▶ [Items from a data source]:
□ □ □
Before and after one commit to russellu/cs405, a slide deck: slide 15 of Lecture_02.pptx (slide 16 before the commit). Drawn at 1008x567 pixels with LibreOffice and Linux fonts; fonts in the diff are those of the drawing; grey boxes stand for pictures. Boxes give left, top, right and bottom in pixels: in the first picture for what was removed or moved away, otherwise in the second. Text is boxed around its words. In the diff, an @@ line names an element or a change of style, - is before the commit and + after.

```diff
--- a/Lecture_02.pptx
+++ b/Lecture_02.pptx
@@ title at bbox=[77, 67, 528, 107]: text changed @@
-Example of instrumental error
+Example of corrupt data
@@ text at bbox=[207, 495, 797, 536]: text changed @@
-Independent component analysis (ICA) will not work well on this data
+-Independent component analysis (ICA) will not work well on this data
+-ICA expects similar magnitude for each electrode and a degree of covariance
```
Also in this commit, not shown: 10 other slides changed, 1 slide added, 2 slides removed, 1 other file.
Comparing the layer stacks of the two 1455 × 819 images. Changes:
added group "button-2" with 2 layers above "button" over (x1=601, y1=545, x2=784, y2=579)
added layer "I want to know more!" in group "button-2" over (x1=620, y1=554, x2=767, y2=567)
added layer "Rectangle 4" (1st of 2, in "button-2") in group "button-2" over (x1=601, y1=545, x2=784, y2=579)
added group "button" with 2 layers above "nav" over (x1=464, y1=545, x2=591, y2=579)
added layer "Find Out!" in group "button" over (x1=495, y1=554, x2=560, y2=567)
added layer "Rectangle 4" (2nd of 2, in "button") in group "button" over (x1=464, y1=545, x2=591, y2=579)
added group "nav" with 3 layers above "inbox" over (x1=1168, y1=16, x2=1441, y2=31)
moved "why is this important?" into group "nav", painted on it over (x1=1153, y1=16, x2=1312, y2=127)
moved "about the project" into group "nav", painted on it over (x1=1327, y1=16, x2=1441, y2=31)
□ □ □
▶ [EXERCISE]:
Please retype the entries above in full, exactly as they stand.

▶ [RESULT OF THE EXERCISE]:
Before and after one commit to russellu/cs405, a slide deck: slide 15 of Lecture_02.pptx (slide 16 before the commit). Drawn at 1008x567 pixels with LibreOffice and Linux fonts; fonts in the diff are those of the drawing; grey boxes stand for pictures. Boxes give left, top, right and bottom in pixels: in the first picture for what was removed or moved away, otherwise in the second. Text is boxed around its words. In the diff, an @@ line names an element or a change of style, - is before the commit and + after.

```diff
--- a/Lecture_02.pptx
+++ b/Lecture_02.pptx
@@ title at bbox=[77, 67, 528, 107]: text changed @@
-Example of instrumental error
+Example of corrupt data
@@ text at bbox=[207, 495, 797, 536]: text changed @@
-Independent component analysis (ICA) will not work well on this data
+-Independent component analysis (ICA) will not work well on this data
+-ICA expects similar magnitude for each electrode and a degree of covariance
```
Also in this commit, not shown: 10 other slides changed, 1 slide added, 2 slides removed, 1 other file.
Comparing the layer stacks of the two 1455 × 819 images. Changes:
added group "button-2" with 2 layers above "button" over (x1=601, y1=545, x2=784, y2=579)
added layer "I want to know more!" in group "button-2" over (x1=620, y1=554, x2=767, y2=567)
added layer "Rectangle 4" (1st of 2, in "button-2") in group "button-2" over (x1=601, y1=545, x2=784, y2=579)
added group "button" with 2 layers above "nav" over (x1=464, y1=545, x2=591, y2=579)
added layer "Find Out!" in group "button" over (x1=495, y1=554, x2=560, y2=567)
added layer "Rectangle 4" (2nd of 2, in "button") in group "button" over (x1=464, y1=545, x2=591, y2=579)
added group "nav" with 3 layers above "inbox" over (x1=1168, y1=16, x2=1441, y2=31)
moved "why is this important?" into group "nav", painted on it over (x1=1153, y1=16, x2=1312, y2=127)
moved "about the project" into group "nav", painted on it over (x1=1327, y1=16, x2=1441, y2=31)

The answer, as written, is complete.